# Flickering Lights after power outage?



## Fishbulb28 (Jul 8, 2016)

Step 1, as in do this now: Check the voltages before the main breaker. Check line to line and each line to the neutral. You're looking for a voltage imbalance at each line to neutral that changes as the electrical loads in your home change. One line to neutral voltage may rise as the other lowers. If those are all OK make the same measurements after the main breaker.

If you know, what caused the outage?


----------



## RAL238 (May 20, 2018)

How frequently do the lights flicker? Every few seconds, every minute or two, or just a few times an hour? 



If they flicker frequently enough, you should be able to see it with a meter. Though some digital meters might hide it if they don't update the display fast enough. If it happens infrequently, then a data logger is a better way to catch it. The power company probably has one they could hook up at the meter or breaker panel and narrow down whether it is their problem or yours.


----------



## MoparXpress75 (Oct 11, 2018)

They flicker pretty regularly all day long. It’s a few times a minute. I asked Consumers energy when they were here if they had a way to connect something to the lines to monitor the levels over a timeframe and he said they don’t have anything like that. The outage was caused by a storm.


----------



## MoparXpress75 (Oct 11, 2018)

Ok, so I hooked up a multimeter to it, and its reading between 118.1v and 117.1v. Then we turn on all the lights, the dryer, and random other things, and it Bounces between 115.8v and 115.5v. I set up a camera to record the multimeter, and it caught a flicker, the volta went from 117.1v to 115.2v at the lowest.


----------



## MoparXpress75 (Oct 11, 2018)

MoparXpress75 said:


> Ok, so I hooked up a multimeter to it, and its reading between 118.1v and 117.1v. Then we turn on all the lights, the dryer, and random other things, and it Bounces between 115.8v and 115.5v. I set up a camera to record the multimeter, and it caught a flicker, the volta went from 117.1v to 115.2v at the lowest.


Caught a couple “good” flickers. One dropped the multimeter to 108.1v and the other a few seconds later to 106.8v.


----------



## RAL238 (May 20, 2018)

MoparXpress75 said:


> Caught a couple “good” flickers. One dropped the multimeter to 108.1v and the other a few seconds later to 106.8v.



Were you measuring this on the hot side of one of your branch circuit breakers, or on the incoming line from the electric meter?


----------



## MoparXpress75 (Oct 11, 2018)

RAL238 said:


> MoparXpress75 said:
> 
> 
> > Caught a couple “good” flickers. One dropped the multimeter to 108.1v and the other a few seconds later to 106.8v.
> ...


I had the multimeter connected to an outlet in the house. Got another drop to 101.2v.


----------



## RAL238 (May 20, 2018)

MoparXpress75 said:


> I had the multimeter connected to an outlet in the house. Got another drop to 101.2v.
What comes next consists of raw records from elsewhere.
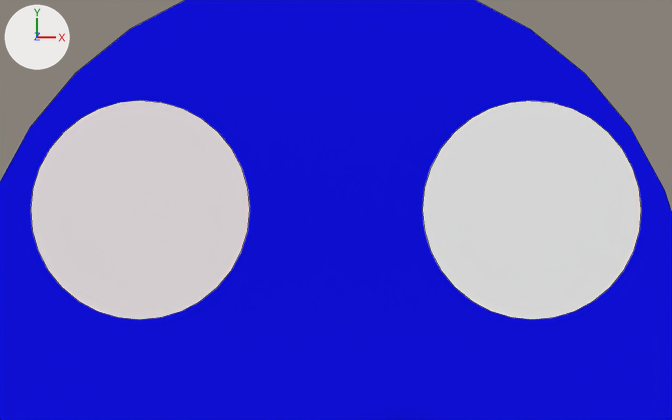
An edit to the Blender file manipular_historia/obj_3d_usados/rosto.blend, drawn before and after from the same camera.
Camera for both pictures: a 50 mm camera at (0.008, 0.165, 1.895) aimed at (0.011, 0.222, 0.5). Arrows for +X, +Y and +Z are at upper left; the lights stay in place. Mesh edges are drawn as thin lines.

Names of what the first picture shows: 'Olho.001', 'Olho.002', 'Rosto.001'.
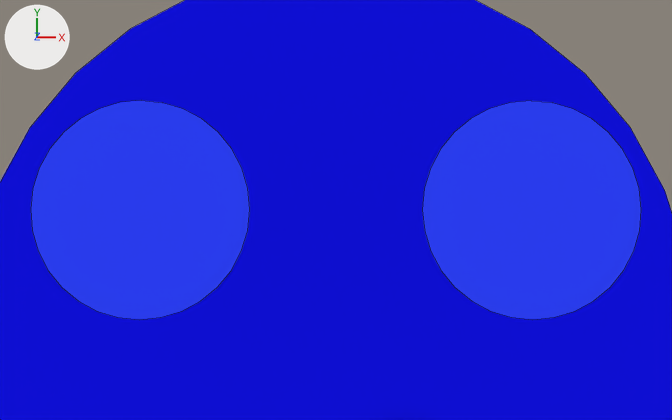
What differs and where, as boxes (x1, y1, x2, y2) in the pictures (672 x 420 px):
'Olho.001', recoloured (white to blue)
    both: (31, 100, 250, 320)
'Olho.002', recoloured (white to blue)
    both: (422, 101, 641, 319)

The edits, one by one:
Material 'Olho' (mat_olho) is new.
Its base color is (0.0273, 0.0545, 1.0) (blue #2e42ff).
me_círculo_002 has 32 vertices, 1 face and spans x -1.0..1.0, y -1.0..1.0, z 0.0.
me_círculo_002 now uses material mat_olho (blue #2e42ff).
me_círculo_001 has 32 vertices, 1 face and spans x -1.0..1.0, y -1.0..1.0, z 0.0.
me_círculo_001 no longer uses material mat_cor_olho (white #e7e0e3).
me_círculo_001 now uses material mat_olho (blue #2e42ff).
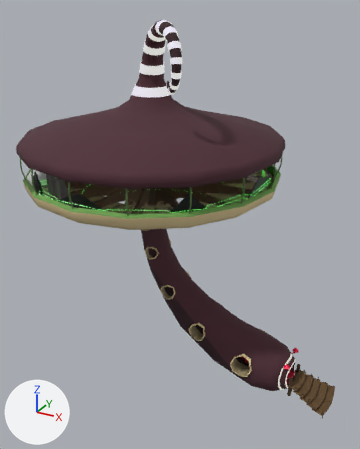
A saved change to the glTF model models/shroom_building.glb.
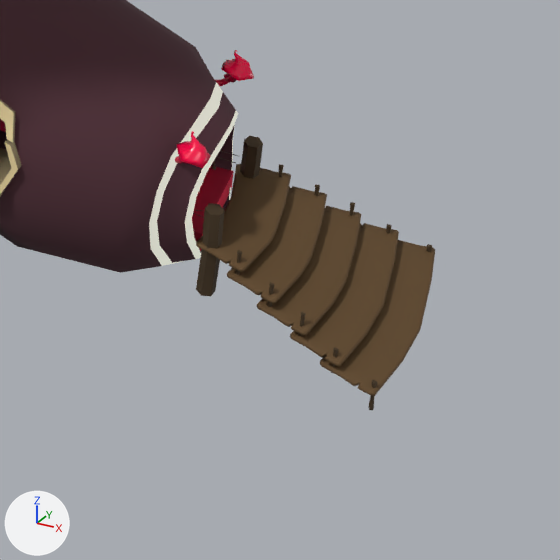
The first picture shows the older version from a 50 mm lens placed at (19.8, -56.5, 50.4), pointed at (-10.7, -1.0, 22.7). The close-ups show both versions on the part from 69% to 100% of the width and 75% to 100% of the height of that picture; other places that the commit changed are outside them. The axes (+X, +Y, +Z) are drawn at lower left. The lights are the same throughout. Objects named as collision shapes, trigger or cutter boxes, shadow casters or lower levels of detail are left out. Where no turn or scale is listed for an object, it has been applied to the vertices. Vertices at the same position are counted once.

The first close-up shows 'escalerasinclinadas.004', 'escalonentrada.001_escalon.003_Cubo.069', 'escalonentrada.002_escalon.004_Cubo.068', 'escalonentrada.003_escalon.005_Cubo.055', 'escalonentrada_escalon.002_Cubo.001', 'escalonentrada_escalon.002_Cubo.087', 'miniseta.009_Esfera.003', 'miniseta.009_Esfera.011_miniseta.009_Esfera.014', 'mushroom_stem', 'paloentrada.001_poste.001_Cilindro.015', 'paloentrada_poste_Cilindro.002', 'paloescalon.007_apoyo_Cubo.006'.
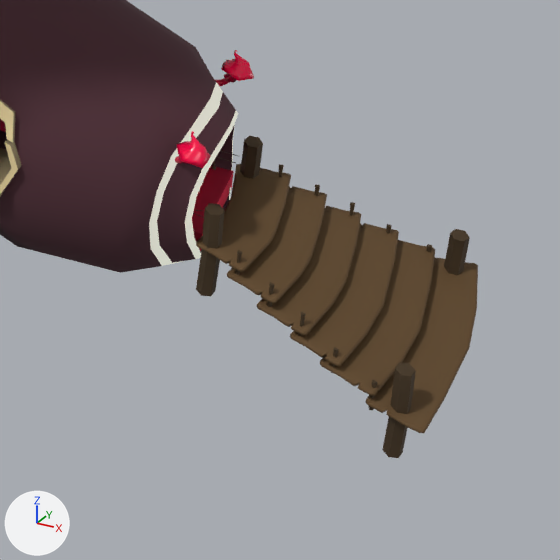
Pixel boxes (x1, y1, x2, y2) of what changed, in the close-ups (560 x 560 px):
'escalonentrada_escalon.002_Cubo.002', added (brown): after (365, 257, 478, 433)
'paloescalon.007_apoyo_Cubo.006', reshaped (39% wider, 31% taller): before (235, 164, 432, 410); after (196, 136, 470, 458)
part 1 of me_paloescalon_007_apoyo_cubo_002, added (brown): after (382, 362, 416, 458)
part 2 of me_paloescalon_007_apoyo_cubo_002, added (brown): after (444, 229, 470, 275)
'paloentrada.001_poste.001_Cilindro.015', unchanged, covered by the edit: before (196, 203, 225, 297)

Edits to the bpy script that builds the scene:
```text
Change me_paloescalon_007_apoyo_cubo_002:
    used by ob_paloescalon_007_apoyo_cubo_006; location = (10.88, -2.7, 0.93)
    remove me_paloescalon_007_apoyo_cubo_002.from_pydata(...)  # 520 vertices, 1000 faces; spans x -3.09..1.27, y -0.3..5.79, z -0.96..1.8
    add me_paloescalon_007_apoyo_cubo_002.from_pydata(...)  # 616 vertices, 1176 faces; spans x -4.16..2.21, y -0.5..6.04, z -2.14..2.58
    me_paloescalon_007_apoyo_cubo_002 part 1: a new loose piece of 24 vertices spanning x 1.59..2.12, y -0.5..0.11, z -2.13..0.72, in mat_mushroom_blades_mat (picture img_palette)
    me_paloescalon_007_apoyo_cubo_002 part 2: a new loose piece of 24 vertices spanning x 1.65..2.21, y 5.45..6.04, z -2.14..0.72, in mat_mushroom_blades_mat (picture img_palette)
Add me_escalonentrada_escalon_002_cubo_003:
    me_escalonentrada_escalon_002_cubo_003.from_pydata(...)  # 117 vertices, 230 faces; spans x -0.92..1.02, y -0.1..0.09, z -2.96..3.0
    me_escalonentrada_escalon_002_cubo_003.materials.append(mat_mushroom_blades_mat)  # picture img_palette
Add ob_escalonentrada_escalon_002_cubo_002:
    ob_escalonentrada_escalon_002_cubo_002 = bpy.data.objects.new('escalonentrada_escalon.002_Cubo.002', me_escalonentrada_escalon_002_cubo_003)
    ob_escalonentrada_escalon_002_cubo_002.parent = ob_venue_parent
    ob_escalonentrada_escalon_002_cubo_002.location = (28.21, 0.0524, -28.83)
    ob_escalonentrada_escalon_002_cubo_002.rotation_euler = (-1.571, 0.0, 3.142)  # degrees (-90, 0, 180)
    ob_escalonentrada_escalon_002_cubo_002.scale = (-1.08, -1.0, -1.19)
```
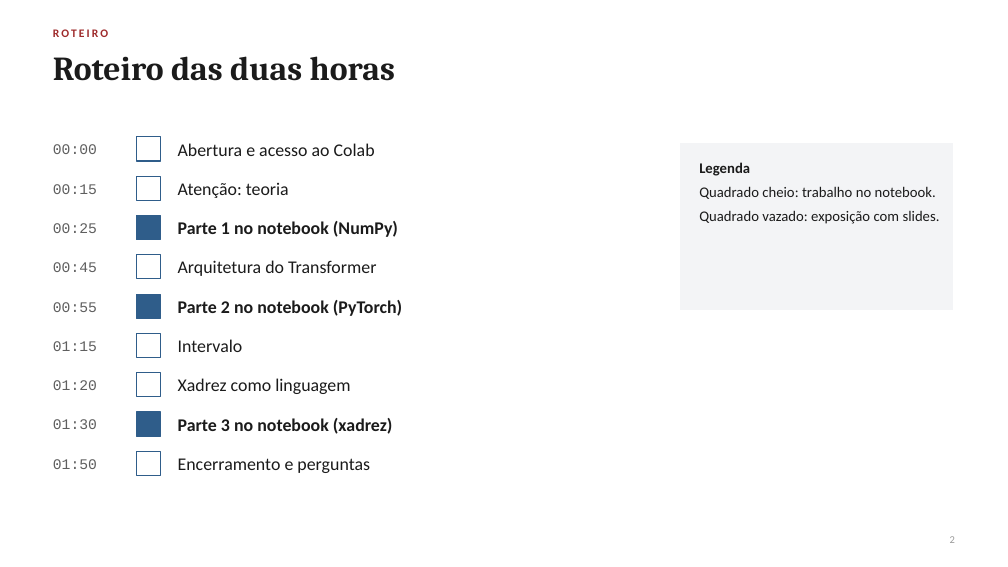
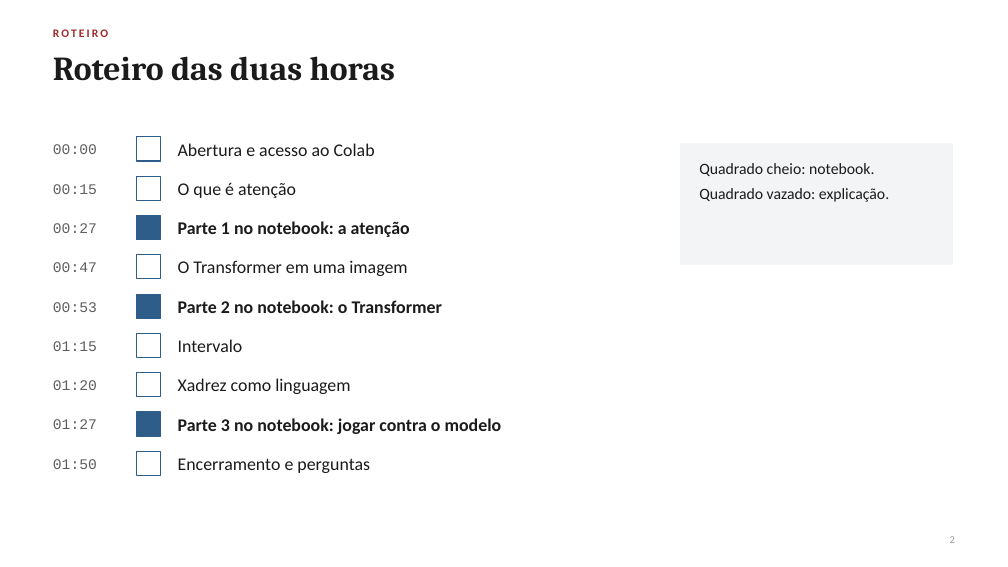
Before and after one commit to giovannibragasv/transformer-do-zero, a slide deck: slide 2 of slides/attention_workshop.pptx. Drawn at 1008x567 pixels with LibreOffice and Linux fonts; fonts in the diff are those of the drawing. Boxes give left, top, right and bottom in pixels: in the first picture for what was removed or moved away, otherwise in the second. Text is boxed around its words. In the diff, an @@ line names an element or a change of style, - is before the commit and + after.

Commit message:
Versão simplificada do workshop
Notebook com três exercícios (atenção, máscara causal e conexões residuais) e
textos mais curtos, sem a parte de matemática. Apresentação reduzida de 30
para 16 slides, só intuição, com uma única fórmula e o Transformer em um
diagrama.

```diff
--- a/slides/attention_workshop.pptx
+++ b/slides/attention_workshop.pptx
@@ rectangle: place and size @@
-rectangle at (681,144,953,310)
+rectangle at (681,144,953,265)
@@ text at (699,163,889,202): text changed; size 14 to 15 pt @@
-Legenda
-Quadrado cheio: trabalho no notebook.
-Quadrado vazado: exposição com slides.
+Quadrado cheio: notebook.
+Quadrado vazado: explicação.
@@ text at (178,182,296,198): text changed @@
-Atenção: teoria
+O que é atenção
@@ text at (53,223,97,233): text changed @@
-00:25
+00:27
@@ text at (178,221,410,237): text changed @@
-Parte 1 no notebook (NumPy)
+Parte 1 no notebook: a atenção
@@ text at (53,262,97,272): text changed @@
-00:45
+00:47
@@ text at (178,260,407,276): text changed @@
-Arquitetura do Transformer
+O Transformer em uma imagem
@@ text at (53,302,97,312): text changed @@
-00:55
+00:53
@@ text at (178,300,443,313): text changed @@
-Parte 2 no notebook (PyTorch)
+Parte 2 no notebook: o Transformer
@@ text at (53,419,97,429): text changed @@
-01:30
+01:27
@@ text at (178,418,502,434): text changed @@
-Parte 3 no notebook (xadrez)
+Parte 3 no notebook: jogar contra o modelo
```
Also in this commit, not shown: 10 other slides changed, 5 slides added, 19 slides removed, 20 other files.
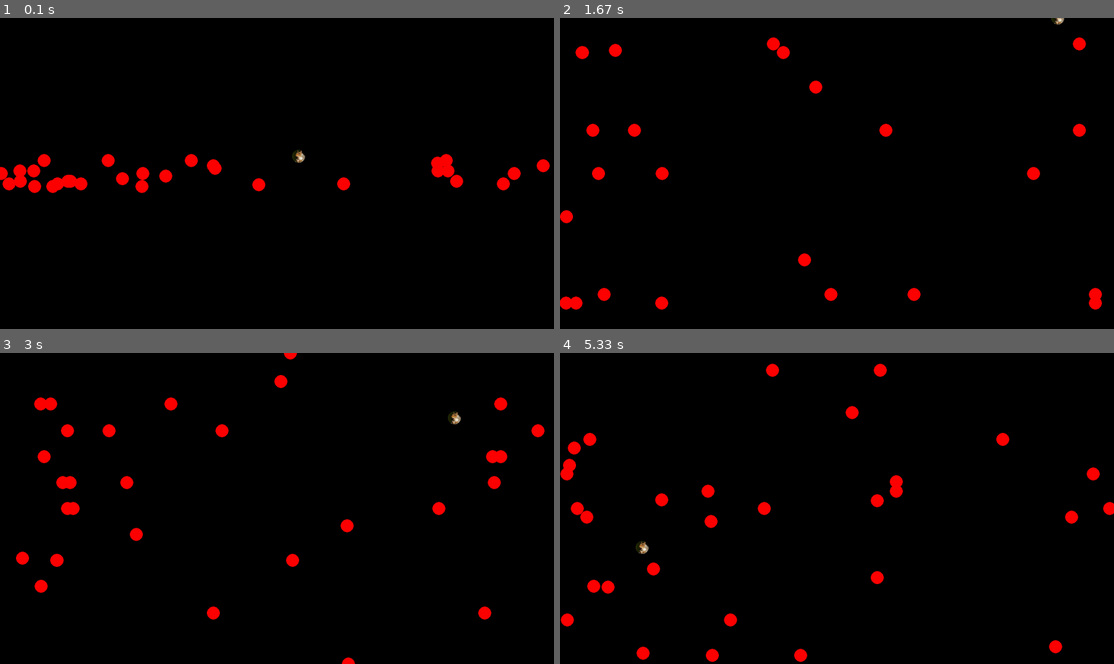
Above: before the commit, frames 1-4 (two rows, left to right).
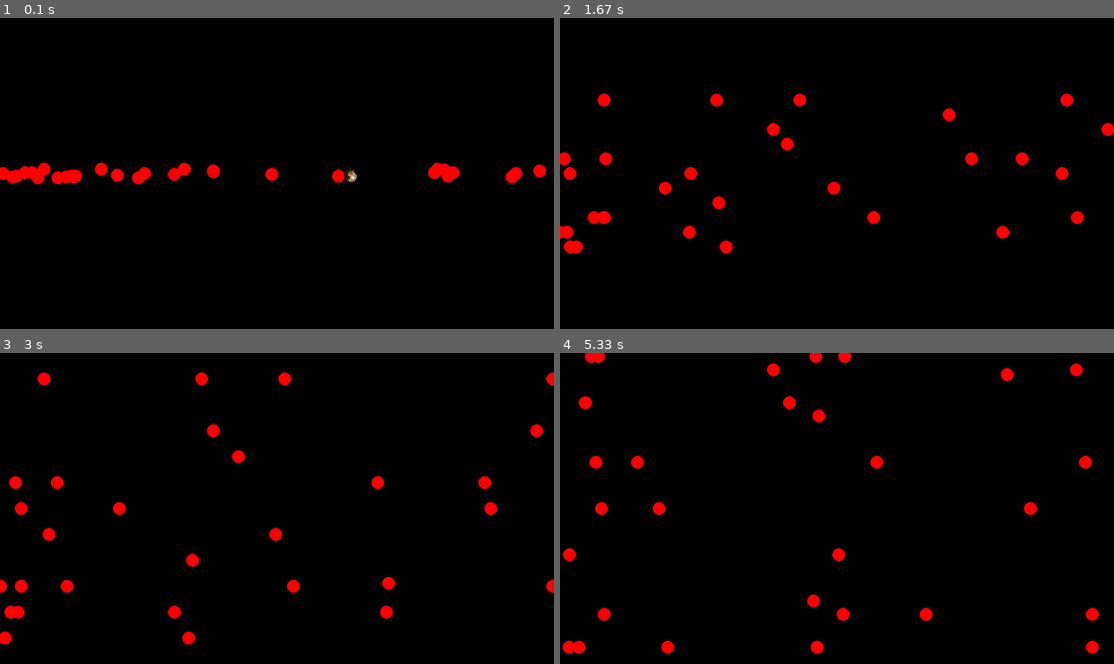
Above: after the commit, the same moments.

Repository: PyroRay/Python-Pygame-Stuff
Game: pygame game, started from Pygame Excersizes/ObjectGame/BallClass.py
Same seed, same stepped clock (60 frames per second), same inputs: the game is played once before the commit and once after it.
Inputs:
- Up to frame 1 (0.1 s): no input
- Up to frame 2 (1.67 s): hold D 0.33-0.8 s; hold W 0.83-1.13 s; hold D 1.17-1.63 s
- Up to frame 3 (3 s): hold A 1.67-2.2 s; hold S 2.23-2.53 s; hold A 2.57-2.97 s
- Up to frame 4 (5.33 s): no input

The runs differ from the first frame. In frame 1, 2.4% of the frame differs, in the area x 0-100%, y 42-57%; in frame 2, 4.1%; in frame 3, 4.1%; in frame 4, 4.6%, in the area x 0-100%, y 0-100%.

Commit message:
Angle Experimentation

Diff:
--- a/Pygame Excersizes/ObjectGame/BallClass.py
+++ b/Pygame Excersizes/ObjectGame/BallClass.py
@@ -1,7 +1,7 @@
-
 #region Imports
 import pygame, sys, random, math
 from pygame.locals import *
+from pygame.math import Vector2
 pygame.init()
 #endregion
 
@@ -24,20 +24,20 @@
 
 #region Classes
 
-class vector:
-    def __init__(self, x, y):
-        self.x = x
-        self.y = y
-
-    def magnitude(self):
-        return math.sqrt(x**2 + y**2)
+# class vector:
+#     def __init__(self, x, y):
+#         self.x = x
+#         self.y = y
+
+#     def magnitude(self):
+#         return math.sqrt(x**2 + y**2)
 
 class robot:
     def __init__(self, speed, colorset, xset, yset, dirx=0, diry=0):
         self.image = pygame.image.load('squirrel.png')
         self.radius = 15 #basically the size
         self.set(speed,colorset,xset,yset)
-        self.direction = vector(dirx, diry)
+        self.direction = Vector2(dirx, diry)
         self.speed = speed
 
     def setdirection(self,dirx=None,diry=None):
@@ -49,6 +49,7 @@
     def move(self, dirx=None, diry=None):
         if(dirx == None):
             self.x += self.direction.x
+
         else:
             self.x += dirx
         if(diry == None):
@@ -57,14 +58,14 @@
             self.y += diry
 
     def draw(self):
-        pygame.draw.circle(windowSurfaceObj, (self.color), (self.x, self.y), self.radius)
+        pygame.draw.circle(windowSurfaceObj, (self.color), (int(self.x), int(self.y)), self.radius)
 
     def set(self, speed, colorset, xset, yset,dirx=0,diry=0):
         self.speed = speed
         self.color = colorset
         self.x = xset
         self.y = yset
-        self.direction = vector(dirx,diry)
+        self.direction = Vector2(dirx,diry)
 
     def setXY(self, xset, yset):
         self.set(self.color, xset, yset)
@@ -122,25 +123,31 @@
     #region Player Direction
 
     if up_pressed:
-        playerbot.move(0,-playerbot.speed)
+        playerbot.setdirection(None ,playerbot.direction.y - playerbot.speed)
+        #playerbot.move(0,-playerbot.speed)
     if down_pressed:
-        playerbot.move(0,playerbot.speed)
+        playerbot.setdirection(None ,playerbot.direction.y + playerbot.speed)
+        #playerbot.move(0,playerbot.speed)
     if left_pressed:
-        playerbot.move(-playerbot.speed,0)
+        playerbot.setdirection(playerbot.direction.x - playerbot.speed,None)
+        #playerbot.move(-playerbot.speed,0)
     if right_pressed:
-        playerbot.move(playerbot.speed,0)
-    if playerbot.x < 0:
-        right_pressed = True
-        left_pressed = False
-    if playerbot.x > screendim[0]:
-        right_pressed = False
-        left_pressed = True
-    if playerbot.y < 0:
-        up_pressed = False
-        down_pressed = True
-    if playerbot.y > screendim[1]:
-        up_pressed = True
-        down_pressed = False
+        playerbot.setdirection(playerbot.direction.x + playerbot.speed,None)
+        #playerbot.move(playerbot.speed,0)
+    if playerbot.x < 0 or playerbot.x > screendim[0]:
+        playerbot.setdirection(-playerbot.direction.x,None)
+        #right_pressed = True
+        #left_pressed = False
+    #if playerbot.x > screendim[0]:
+        #right_pressed = False
+        #left_pressed = True
+    if playerbot.y < 0 or playerbot.y > screendim[1]:
+        playerbot.setdirection(None,-playerbot.direction.y)
+        #up_pressed = False
+        #down_pressed = True
+    #if playerbot.y > screendim[1]:
+        #up_pressed = True
+        #down_pressed = False
 
     #endregion
 
@@ -158,25 +165,38 @@
         if(robots[i].y >= screendim[1] + 2*(delay)):
             robots[i].y = 0 - delay
         #region collision
-        if math.sqrt(abs(robots[i].x - playerbot.x)**2 + abs(robots[i].y - playerbot.y)**2) < (playerbot.radius + robots[i].radius):
-            if robots[i].x > playerbot.x:
-                robots[i].setdirection(robots[i].speed)
-                right_pressed = False
-                left_pressed = True
-            elif robots[i].x < playerbot.x:
-                robots[i].setdirection(-robots[i].speed)
-                right_pressed = True
-                left_pressed = False
-
-            if robots[i].y > playerbot.y:
-                robots[i].setdirection(None, robots[i].speed)
-                down_pressed = False
-                up_pressed = True
-            elif robots[i].y < playerbot.y:
-                robots[i].setdirection(None, -robots[i].speed)
-                down_pressed = True
-                up_pressed = False
+        impact = Vector2((playerbot.x- robots[i].x),(playerbot.y-robots[i].y)) # the vector pointing from bad ball to player
+        if impact.magnitude() <= (playerbot.radius + robots[i].radius): # then, we have impact
+            # new direction vector for player = ndir_player
+            # ndir_player = dir_player + magnitude(dir_enemy)*cosɵ*impact_unit
+            impact_unit = impact / impact.magnitude()
+            cosTheta = robots[i].direction.dot(impact_unit) / robots[i].direction.magnitude()
+            playerbot.direction = playerbot.direction +robots[i].direction.magnitude()*cosTheta*impact_unit
+            robots[i].direction = robots[i].direction + playerbot.direction.magnitude()*cosTheta*(-impact_unit)
+            up_pressed = False
+            left_pressed = False
+            right_pressed = False
+            down_pressed = False
+            # if robots[i].x > playerbot.x: # bad ball is to the right of player
+            #     robots[i].setdirection(robots[i].speed)
+            #     right_pressed = False
+            #     left_pressed = True
+            # elif robots[i].x < playerbot.x:
+            #     robots[i].setdirection(-robots[i].speed)
+            #     right_pressed = True
+            #     left_pressed = False
+
+            # if robots[i].y > playerbot.y:
+            #     robots[i].setdirection(None, robots[i].speed)
+            #     down_pressed = False
+            #     up_pressed = True
+            # elif robots[i].y < playerbot.y:
+            #     robots[i].setdirection(None, -robots[i].speed)
+            #     down_pressed = True
+            #     up_pressed = False
         #endregion
+
+        playerbot.move()
         robots[i].move()
         robots[i].draw()
     #endregion
@@ -190,7 +210,7 @@
     #region Ticks
     timer += 1
     pygame.display.update()
-    fpsClock.tick(60)
-    #endregion
-
-#endregion
+    fpsClock.tick(20)
+    #endregion
+
+#endregion

As a next step, I would try similar measurements with the meter connected to electric meter side of the main breaker. If you see the voltage drop there as well, that will point to a problem with the power company, rather than a problem with your main breaker or panel. 

It could very well be due to a poor quality connection on their feed to your house.


----------



## MoparXpress75 (Oct 11, 2018)

RAL238 said:


> MoparXpress75 said:
> 
> 
> > I had the multimeter connected to an outlet in the house. Got another drop to 101.2v.
> ...


Ok cool! So would I poke around with the multimeter on the breakers themselves, using the red end on the hot screw of the breaker and the black end of the multimeter on the neutral of the panel? 

Or should I touch the red end of the multimeter right to the thick 200A wire coming from the power company? Would the black end go to a ground?

I hate electricity....


----------



## RAL238 (May 20, 2018)

MoparXpress75 said:


> Ok cool! So would I poke around with the multimeter on the breakers themselves, using the red end on the hot screw of the breaker and the black end of the multimeter on the neutral of the panel?
> 
> Or should I touch the red end of the multimeter right to the thick 200A wire coming from the power company? Would the black end go to a ground?
> 
> I hate electricity....



I would connect the black lead from your multimeter to ground, and then place the red lead on one of the large hot wires coming into the main circuit breaker. If you only see the voltage drops when things inside the house are turned on and off, you'll need an assistant to do that. 



After you've made a set of measurements with the multimeter on one of the hot wires to the main breaker, move the probe to the other hot wire and repeat the process. 



Doing it this way will allow you to see if the problem exits just on one side of your electric service or both. If you see the problem on both sides, it's possible that it could be caused by a bad connection on the neutral. 



Be very careful when probing the wires into the main breaker. If you don't feel comfortable doing this, then it's time to call an electrician!


----------



## MoparXpress75 (Oct 11, 2018)

RAL238 said:


> MoparXpress75 said:
> 
> 
> > Ok cool! So would I poke around with the multimeter on the breakers themselves, using the red end on the hot screw of the breaker and the black end of the multimeter on the neutral of the panel?
> ...


Excellent information. Thank you very much for your time and assistance. I tested all the breakers individually, but I’m not sure how I feel about poking at one of those large main wires. May be time for an electrician. 🙂

Thanks again. Much appreciated.


----------